PTBP1 variants displaying altered nucleocytoplasmic distribution are responsible for a neurodevelopmental disorder with skeletal dysplasia
(2025)
View PDFThe Gene
PTBP1 (polypyrimidine tract-binding protein 1) encodes for heterogeneous nuclear ribonuclear protein I (hnRNPI). Individuals with PTBP1-RNDD have variants that result in the protein being improperly made.
hnRNPI helps the body process RNA — the instructions cells use to make proteins and keeps the genome stable. Specifically, hnRNPI plays roles in:
The gene is expressed all over the body (ubiquitously), with especially high expression in the heart and brain.
Why It Matters for the Brain
hnRNPI helps control a process called alternative splicing — a mechanism cells use to "edit" RNA before making proteins. Think of this as cutting and assembling sentence fragments into different final messages. When hnRNPI does not work correctly due to too low of levels or other changes to the protein, this editing process can become inconsistent. Research found that the genes most affected by these disruptions are genes already known to be associated with intellectual disability and brain development. In other words: hnRNPI doesn't cause problems on its own — but without enough of it, many other important brain-development genes don't function properly.

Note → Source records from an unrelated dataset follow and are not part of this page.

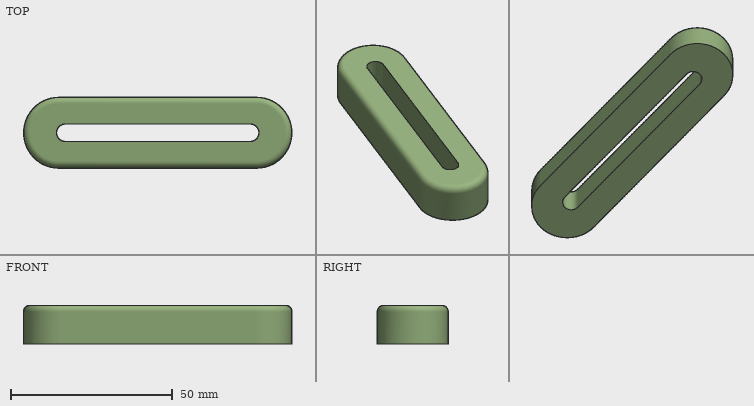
import cadquery as cq

length = 83.0
width = 22.0
height = 12.0
top_edge_radius = 2.0

slot_length = 62.5
slot_width = 5.3

bar = cq.Workplane("XY").slot2D(length, width).extrude(height)

bar = bar.faces(">Z").edges().fillet(top_edge_radius)

slot = cq.Workplane("XY").slot2D(slot_length, slot_width).extrude(height)

result = bar.cut(slot)

Most hnRNPI variants occur de novo, meaning they are random and not from either parent, although inherited variants from affected parents have been reported.
Variant types observed:
- Start-loss variants, which remove the early part of the protein
- Missense variants altering single amino acids
Disrupted RNA Splicing
hnRNPI helps control alternative splicing — the process of "editing" RNA before making proteins. When hnRNPI doesn't function properly, this editing process becomes inconsistent, affecting the production of many proteins important for brain development.

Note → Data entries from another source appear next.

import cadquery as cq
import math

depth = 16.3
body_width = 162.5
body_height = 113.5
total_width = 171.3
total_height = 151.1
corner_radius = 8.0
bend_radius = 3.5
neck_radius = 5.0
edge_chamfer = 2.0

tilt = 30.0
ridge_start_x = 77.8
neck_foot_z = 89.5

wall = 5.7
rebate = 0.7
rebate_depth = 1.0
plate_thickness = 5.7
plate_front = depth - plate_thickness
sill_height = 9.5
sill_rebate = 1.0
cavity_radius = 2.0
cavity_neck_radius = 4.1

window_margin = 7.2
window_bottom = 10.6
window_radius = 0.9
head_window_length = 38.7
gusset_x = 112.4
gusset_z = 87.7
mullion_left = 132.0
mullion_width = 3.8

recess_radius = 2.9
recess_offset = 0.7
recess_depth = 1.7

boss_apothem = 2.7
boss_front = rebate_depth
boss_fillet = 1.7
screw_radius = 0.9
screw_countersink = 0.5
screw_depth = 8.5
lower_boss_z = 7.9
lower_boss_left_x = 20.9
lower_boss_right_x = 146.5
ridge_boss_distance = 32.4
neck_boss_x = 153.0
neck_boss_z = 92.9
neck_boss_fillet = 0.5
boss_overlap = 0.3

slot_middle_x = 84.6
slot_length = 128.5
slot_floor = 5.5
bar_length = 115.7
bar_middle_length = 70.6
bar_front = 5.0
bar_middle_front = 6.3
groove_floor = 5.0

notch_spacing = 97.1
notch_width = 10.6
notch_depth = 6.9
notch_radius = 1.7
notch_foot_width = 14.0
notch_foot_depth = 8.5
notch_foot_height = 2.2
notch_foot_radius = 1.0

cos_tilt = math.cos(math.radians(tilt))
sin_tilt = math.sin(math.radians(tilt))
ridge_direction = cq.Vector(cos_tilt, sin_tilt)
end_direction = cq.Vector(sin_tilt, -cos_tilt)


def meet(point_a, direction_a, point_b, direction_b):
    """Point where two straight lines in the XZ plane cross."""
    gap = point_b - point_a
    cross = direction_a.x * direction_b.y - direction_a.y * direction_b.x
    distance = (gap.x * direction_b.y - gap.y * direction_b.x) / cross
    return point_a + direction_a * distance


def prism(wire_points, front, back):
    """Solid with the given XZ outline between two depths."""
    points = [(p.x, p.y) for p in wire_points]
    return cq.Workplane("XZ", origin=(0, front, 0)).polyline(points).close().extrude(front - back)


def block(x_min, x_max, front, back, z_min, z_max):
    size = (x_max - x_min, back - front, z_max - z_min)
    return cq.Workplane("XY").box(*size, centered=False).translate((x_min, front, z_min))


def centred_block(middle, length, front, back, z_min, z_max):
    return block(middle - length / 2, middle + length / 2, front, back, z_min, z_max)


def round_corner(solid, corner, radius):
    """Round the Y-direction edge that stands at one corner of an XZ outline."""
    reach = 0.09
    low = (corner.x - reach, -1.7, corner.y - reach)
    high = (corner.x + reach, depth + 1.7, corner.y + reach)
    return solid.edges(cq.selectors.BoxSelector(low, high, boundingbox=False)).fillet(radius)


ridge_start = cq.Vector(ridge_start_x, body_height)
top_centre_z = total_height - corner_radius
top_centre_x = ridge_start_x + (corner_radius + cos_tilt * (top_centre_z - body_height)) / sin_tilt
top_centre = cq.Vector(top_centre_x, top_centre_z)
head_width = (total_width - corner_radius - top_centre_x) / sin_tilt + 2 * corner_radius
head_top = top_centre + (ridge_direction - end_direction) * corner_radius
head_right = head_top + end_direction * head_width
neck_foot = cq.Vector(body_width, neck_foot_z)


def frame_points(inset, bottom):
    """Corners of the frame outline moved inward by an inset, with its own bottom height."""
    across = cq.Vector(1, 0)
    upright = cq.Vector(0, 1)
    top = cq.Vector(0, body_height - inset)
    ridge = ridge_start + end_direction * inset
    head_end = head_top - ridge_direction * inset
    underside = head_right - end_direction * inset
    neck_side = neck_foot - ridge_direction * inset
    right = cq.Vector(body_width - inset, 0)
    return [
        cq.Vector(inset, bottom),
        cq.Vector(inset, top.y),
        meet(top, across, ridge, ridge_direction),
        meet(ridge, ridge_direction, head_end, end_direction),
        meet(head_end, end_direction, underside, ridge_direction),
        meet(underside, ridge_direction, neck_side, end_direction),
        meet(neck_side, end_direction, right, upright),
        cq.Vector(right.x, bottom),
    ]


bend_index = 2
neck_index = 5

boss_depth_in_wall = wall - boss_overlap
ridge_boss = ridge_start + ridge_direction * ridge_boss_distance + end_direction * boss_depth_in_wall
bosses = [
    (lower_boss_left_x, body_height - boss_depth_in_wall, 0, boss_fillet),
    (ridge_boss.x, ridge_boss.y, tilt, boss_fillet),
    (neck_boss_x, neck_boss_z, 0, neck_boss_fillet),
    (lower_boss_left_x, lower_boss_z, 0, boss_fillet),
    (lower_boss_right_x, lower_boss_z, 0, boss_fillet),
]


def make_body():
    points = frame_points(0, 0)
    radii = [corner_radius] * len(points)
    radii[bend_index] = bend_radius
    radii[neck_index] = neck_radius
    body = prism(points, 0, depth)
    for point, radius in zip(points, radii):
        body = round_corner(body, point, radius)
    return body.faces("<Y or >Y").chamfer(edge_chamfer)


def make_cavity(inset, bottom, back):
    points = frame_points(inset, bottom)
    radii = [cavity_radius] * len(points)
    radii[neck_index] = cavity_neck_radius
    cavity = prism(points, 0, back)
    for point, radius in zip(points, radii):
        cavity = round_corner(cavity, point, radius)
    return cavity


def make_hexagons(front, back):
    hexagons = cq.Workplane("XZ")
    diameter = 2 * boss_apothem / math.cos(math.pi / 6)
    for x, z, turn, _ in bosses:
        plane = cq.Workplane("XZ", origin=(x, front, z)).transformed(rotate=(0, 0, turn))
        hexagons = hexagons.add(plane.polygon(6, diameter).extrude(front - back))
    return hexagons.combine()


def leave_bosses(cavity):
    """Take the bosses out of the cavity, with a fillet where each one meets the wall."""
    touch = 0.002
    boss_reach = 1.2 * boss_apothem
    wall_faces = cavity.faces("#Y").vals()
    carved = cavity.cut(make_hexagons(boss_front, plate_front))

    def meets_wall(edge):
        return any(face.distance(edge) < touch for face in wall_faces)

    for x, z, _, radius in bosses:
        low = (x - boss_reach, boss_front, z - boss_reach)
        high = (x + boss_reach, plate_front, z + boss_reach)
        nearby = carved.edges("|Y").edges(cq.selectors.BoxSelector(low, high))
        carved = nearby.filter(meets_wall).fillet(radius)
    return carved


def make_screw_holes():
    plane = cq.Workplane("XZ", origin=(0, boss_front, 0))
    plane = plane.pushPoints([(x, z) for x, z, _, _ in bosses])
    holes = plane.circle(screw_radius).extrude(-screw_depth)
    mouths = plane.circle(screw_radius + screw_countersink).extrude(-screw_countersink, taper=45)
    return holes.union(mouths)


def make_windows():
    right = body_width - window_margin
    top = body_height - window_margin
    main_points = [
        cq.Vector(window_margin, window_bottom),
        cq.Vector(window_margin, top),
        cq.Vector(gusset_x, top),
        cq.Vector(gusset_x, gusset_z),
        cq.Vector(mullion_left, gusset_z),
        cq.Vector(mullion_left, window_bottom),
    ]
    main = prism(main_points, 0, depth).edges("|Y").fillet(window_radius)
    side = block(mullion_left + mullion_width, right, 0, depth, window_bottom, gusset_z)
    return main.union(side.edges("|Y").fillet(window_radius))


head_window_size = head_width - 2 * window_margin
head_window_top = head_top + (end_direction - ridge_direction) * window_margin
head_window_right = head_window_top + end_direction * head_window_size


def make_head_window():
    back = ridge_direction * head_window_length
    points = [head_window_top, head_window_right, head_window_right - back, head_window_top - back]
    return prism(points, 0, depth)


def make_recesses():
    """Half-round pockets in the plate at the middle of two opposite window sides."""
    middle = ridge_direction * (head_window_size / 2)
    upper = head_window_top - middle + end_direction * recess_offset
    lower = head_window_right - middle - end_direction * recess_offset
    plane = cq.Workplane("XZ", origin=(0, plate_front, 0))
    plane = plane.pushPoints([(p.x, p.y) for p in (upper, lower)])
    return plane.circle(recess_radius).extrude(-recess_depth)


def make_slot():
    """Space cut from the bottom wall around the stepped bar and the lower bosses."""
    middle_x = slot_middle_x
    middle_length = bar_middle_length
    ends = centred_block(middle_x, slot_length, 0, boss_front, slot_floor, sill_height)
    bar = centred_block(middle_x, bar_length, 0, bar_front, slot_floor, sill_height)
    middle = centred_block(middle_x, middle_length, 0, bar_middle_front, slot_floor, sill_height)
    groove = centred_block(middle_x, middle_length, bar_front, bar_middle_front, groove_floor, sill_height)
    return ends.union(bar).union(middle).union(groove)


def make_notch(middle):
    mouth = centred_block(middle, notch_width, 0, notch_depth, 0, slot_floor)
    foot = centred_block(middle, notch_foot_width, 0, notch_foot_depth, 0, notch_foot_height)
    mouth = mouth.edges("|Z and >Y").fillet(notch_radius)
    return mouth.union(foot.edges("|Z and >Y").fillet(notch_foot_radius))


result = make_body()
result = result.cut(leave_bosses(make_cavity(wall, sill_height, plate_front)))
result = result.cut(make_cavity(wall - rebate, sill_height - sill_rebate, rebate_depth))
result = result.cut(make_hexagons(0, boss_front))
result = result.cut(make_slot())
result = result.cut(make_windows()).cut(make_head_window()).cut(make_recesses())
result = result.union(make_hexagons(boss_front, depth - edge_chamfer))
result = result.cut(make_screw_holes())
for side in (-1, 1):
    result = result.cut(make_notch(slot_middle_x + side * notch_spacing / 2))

Impact on Brain Development Genes
Research has shown that the genes most affected by hnRNPI disruption are those already known to be associated with intellectual disability and brain development. hnRNPI acts as a regulator that, when absent or dysfunctional, prevents many other critical genes from functioning properly.
Neurodevelopmental Differences
Individuals with PTBP1-RNDD may experience neurodevelopmental differences. The severity can vary significantly from person to person.
Skeletal Dysplasia
Skeletal differences have been observed in individuals with PTBP1-RNDD, as noted in the initial publication describing the condition.
Receiving a PTBP1-RNDD diagnosis can feel overwhelming, but you are not alone. While this is an extremely rare condition that was only first described in 2025, our community is here to support you. Every individual with PTBP1-RNDD is unique, and the clinical features described here represent what has been observed across all known cases—your child may experience some, none, or different combinations of these features.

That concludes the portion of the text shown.